**WHAT YOU WILL DO**
For this exercise, copy each line of the records that contains the word "enemySize".

[Data entries]
BEGIN

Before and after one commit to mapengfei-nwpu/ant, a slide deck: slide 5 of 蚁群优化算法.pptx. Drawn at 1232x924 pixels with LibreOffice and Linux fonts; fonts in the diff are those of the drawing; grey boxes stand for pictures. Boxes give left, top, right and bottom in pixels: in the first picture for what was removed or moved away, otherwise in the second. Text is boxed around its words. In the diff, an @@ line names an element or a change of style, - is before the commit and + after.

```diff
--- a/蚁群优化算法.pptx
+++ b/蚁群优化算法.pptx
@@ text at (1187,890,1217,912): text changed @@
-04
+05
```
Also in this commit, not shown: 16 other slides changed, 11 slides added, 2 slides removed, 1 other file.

END
BEGIN

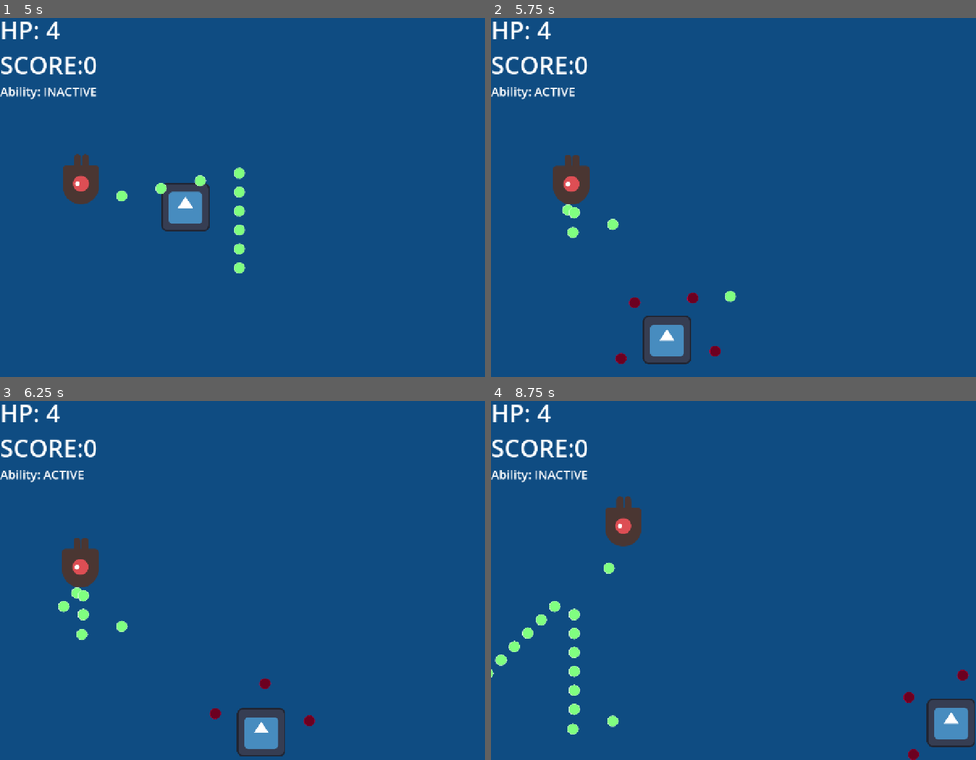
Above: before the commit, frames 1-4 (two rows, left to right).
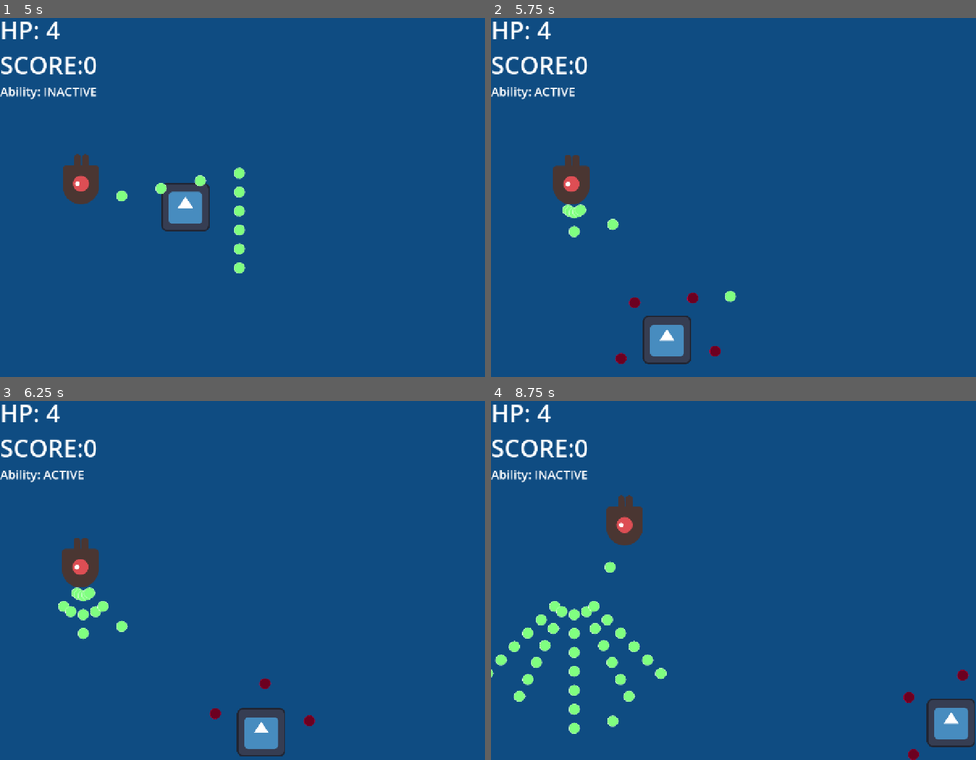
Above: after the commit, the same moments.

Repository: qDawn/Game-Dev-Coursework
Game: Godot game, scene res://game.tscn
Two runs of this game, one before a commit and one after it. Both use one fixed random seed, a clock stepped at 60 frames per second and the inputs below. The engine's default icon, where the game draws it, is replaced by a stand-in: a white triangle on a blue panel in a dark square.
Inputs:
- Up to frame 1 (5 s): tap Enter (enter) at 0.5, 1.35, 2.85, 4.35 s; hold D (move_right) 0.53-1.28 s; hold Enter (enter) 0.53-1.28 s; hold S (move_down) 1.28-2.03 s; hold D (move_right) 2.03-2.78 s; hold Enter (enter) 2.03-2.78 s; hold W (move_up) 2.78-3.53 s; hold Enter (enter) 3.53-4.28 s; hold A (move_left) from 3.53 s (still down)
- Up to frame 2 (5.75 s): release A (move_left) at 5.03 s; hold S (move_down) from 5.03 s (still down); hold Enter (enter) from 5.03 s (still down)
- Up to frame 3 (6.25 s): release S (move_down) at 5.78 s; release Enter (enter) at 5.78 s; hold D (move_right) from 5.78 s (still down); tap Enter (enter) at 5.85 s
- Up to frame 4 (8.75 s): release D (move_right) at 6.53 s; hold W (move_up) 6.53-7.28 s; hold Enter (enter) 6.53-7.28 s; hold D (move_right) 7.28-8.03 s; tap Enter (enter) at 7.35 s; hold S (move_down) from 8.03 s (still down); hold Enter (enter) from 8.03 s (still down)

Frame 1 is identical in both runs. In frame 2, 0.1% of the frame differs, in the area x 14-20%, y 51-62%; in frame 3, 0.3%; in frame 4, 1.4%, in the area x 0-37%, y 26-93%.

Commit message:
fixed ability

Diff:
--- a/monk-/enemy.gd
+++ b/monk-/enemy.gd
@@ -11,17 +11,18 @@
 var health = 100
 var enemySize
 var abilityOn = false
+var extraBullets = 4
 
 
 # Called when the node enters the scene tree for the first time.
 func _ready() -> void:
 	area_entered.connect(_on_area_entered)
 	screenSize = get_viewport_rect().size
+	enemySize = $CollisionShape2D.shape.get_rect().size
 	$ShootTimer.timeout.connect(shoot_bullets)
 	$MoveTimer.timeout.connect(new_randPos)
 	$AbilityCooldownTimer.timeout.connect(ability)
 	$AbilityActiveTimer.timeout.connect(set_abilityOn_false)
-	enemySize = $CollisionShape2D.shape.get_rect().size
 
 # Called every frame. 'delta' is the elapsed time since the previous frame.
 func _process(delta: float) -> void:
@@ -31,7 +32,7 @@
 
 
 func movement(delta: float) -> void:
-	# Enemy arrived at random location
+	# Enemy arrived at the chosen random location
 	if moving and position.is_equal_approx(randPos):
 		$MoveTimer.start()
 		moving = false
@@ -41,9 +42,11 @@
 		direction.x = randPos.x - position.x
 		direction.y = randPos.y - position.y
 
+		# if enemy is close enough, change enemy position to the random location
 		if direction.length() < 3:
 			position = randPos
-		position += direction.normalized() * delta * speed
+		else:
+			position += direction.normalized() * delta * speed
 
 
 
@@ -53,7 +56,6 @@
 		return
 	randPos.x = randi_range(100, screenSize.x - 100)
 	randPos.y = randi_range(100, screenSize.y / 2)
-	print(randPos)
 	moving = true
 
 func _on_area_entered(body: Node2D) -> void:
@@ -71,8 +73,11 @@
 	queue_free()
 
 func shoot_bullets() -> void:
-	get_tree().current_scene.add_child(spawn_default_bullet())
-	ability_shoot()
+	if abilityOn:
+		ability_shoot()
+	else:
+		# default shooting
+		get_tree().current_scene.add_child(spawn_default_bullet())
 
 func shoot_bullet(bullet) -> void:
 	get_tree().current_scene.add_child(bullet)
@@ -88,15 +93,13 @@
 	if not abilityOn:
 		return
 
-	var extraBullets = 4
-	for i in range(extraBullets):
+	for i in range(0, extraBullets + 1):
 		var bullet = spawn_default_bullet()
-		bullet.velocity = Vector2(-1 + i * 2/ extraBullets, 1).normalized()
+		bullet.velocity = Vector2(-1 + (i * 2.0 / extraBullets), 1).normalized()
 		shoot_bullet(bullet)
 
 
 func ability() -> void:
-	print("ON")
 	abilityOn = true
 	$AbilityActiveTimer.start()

END
BEGIN

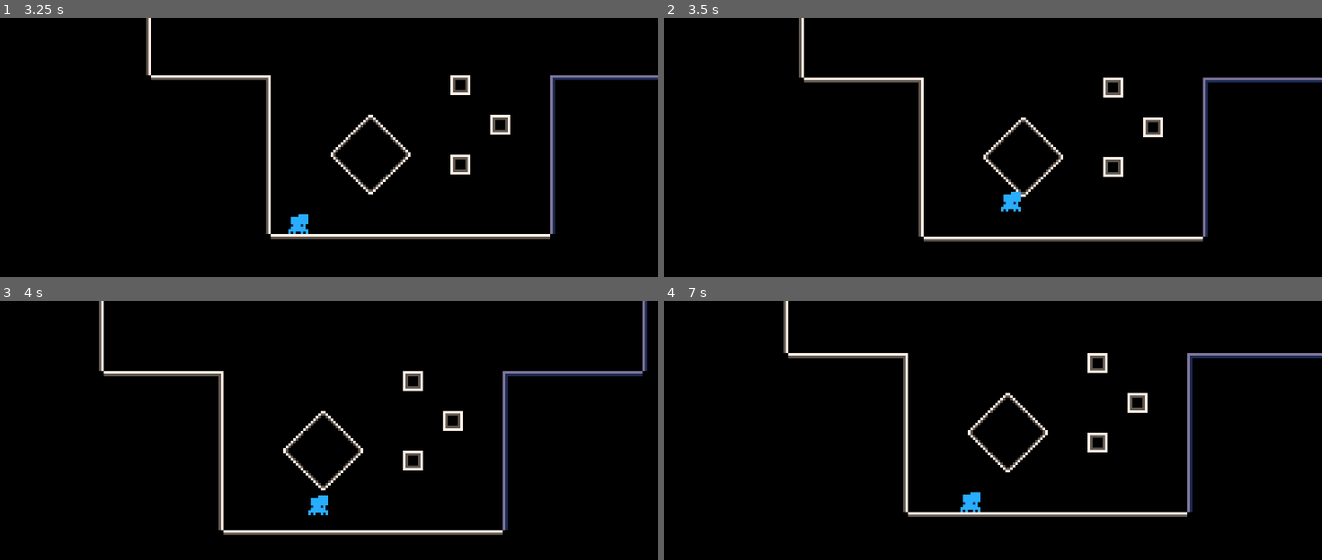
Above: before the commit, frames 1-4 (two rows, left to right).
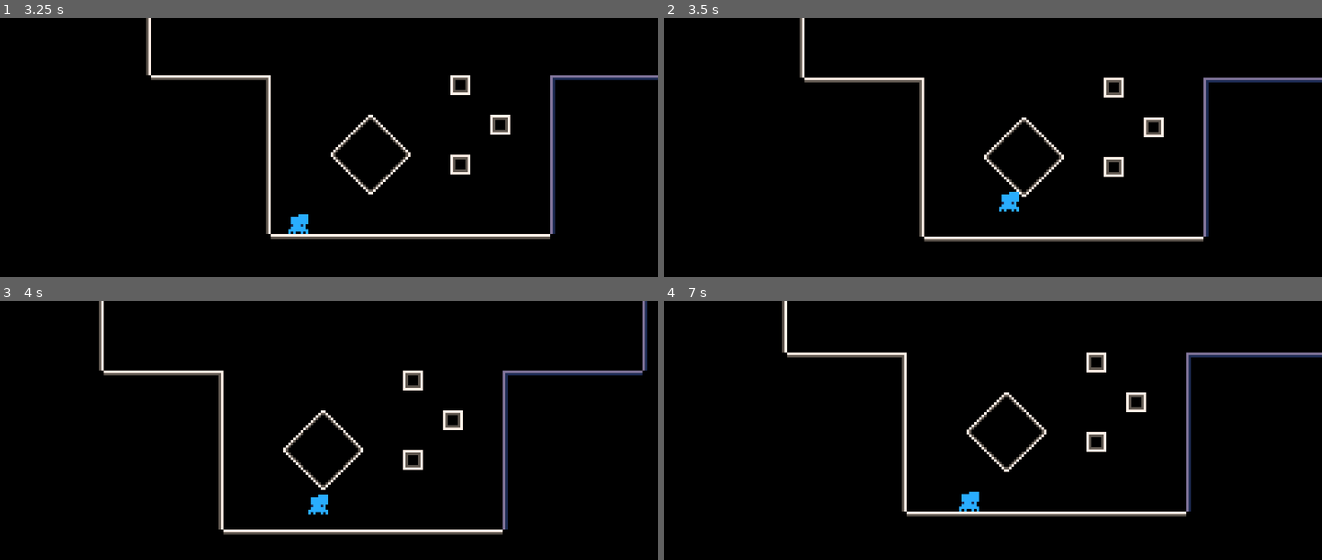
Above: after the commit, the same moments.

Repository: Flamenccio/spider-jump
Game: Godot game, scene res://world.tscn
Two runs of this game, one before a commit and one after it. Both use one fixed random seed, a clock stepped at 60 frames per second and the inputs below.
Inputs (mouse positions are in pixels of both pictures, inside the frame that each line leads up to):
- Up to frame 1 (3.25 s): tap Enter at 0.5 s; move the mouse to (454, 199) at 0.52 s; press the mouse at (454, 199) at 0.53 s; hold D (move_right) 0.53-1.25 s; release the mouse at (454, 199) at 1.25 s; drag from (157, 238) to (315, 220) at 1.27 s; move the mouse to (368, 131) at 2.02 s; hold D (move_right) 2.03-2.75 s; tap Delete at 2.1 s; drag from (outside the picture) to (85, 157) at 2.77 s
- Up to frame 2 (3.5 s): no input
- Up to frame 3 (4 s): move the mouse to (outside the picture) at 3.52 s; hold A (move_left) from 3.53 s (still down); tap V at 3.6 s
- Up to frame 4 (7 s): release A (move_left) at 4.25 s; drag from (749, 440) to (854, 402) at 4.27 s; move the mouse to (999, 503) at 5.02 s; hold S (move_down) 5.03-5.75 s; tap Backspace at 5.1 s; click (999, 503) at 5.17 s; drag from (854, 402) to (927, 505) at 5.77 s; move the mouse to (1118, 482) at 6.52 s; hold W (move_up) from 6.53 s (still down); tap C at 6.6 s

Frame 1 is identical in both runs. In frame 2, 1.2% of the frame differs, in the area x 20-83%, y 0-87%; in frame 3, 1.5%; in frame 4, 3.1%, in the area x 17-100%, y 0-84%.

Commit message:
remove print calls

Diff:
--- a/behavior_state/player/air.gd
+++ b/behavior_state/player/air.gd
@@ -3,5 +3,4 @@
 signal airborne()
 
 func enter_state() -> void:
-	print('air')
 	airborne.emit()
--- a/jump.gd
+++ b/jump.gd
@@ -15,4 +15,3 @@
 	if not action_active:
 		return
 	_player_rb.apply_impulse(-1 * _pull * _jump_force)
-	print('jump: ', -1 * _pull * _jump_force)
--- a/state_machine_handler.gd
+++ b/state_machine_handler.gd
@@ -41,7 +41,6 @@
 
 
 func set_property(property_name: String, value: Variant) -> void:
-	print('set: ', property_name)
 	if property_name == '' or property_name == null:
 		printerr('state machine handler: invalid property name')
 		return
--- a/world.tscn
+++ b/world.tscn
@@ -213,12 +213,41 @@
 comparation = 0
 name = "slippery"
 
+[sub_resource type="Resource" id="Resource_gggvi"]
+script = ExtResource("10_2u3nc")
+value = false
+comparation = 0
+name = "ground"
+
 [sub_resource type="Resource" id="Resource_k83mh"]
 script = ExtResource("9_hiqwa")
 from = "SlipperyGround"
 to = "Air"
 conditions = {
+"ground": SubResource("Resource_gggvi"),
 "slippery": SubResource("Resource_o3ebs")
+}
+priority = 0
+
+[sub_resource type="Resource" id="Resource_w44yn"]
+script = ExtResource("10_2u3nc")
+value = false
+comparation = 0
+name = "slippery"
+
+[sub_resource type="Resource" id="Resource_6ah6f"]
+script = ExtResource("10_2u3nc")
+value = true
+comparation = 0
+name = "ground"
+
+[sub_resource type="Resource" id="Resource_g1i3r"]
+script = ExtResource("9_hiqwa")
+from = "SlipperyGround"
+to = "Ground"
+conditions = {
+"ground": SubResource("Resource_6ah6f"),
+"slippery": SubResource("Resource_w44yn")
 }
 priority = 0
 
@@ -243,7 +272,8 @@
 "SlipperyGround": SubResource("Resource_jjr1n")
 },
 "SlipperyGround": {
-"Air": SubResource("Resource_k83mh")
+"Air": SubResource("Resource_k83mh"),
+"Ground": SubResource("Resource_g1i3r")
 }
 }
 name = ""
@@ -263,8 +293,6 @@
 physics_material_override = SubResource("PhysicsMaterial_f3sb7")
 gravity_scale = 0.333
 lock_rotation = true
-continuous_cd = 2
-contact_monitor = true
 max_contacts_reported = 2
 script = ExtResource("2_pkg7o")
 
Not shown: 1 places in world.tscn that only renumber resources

END

**WRITTEN ANSWER**
 var enemySize
+	enemySize = $CollisionShape2D.shape.get_rect().size
-	enemySize = $CollisionShape2D.shape.get_rect().size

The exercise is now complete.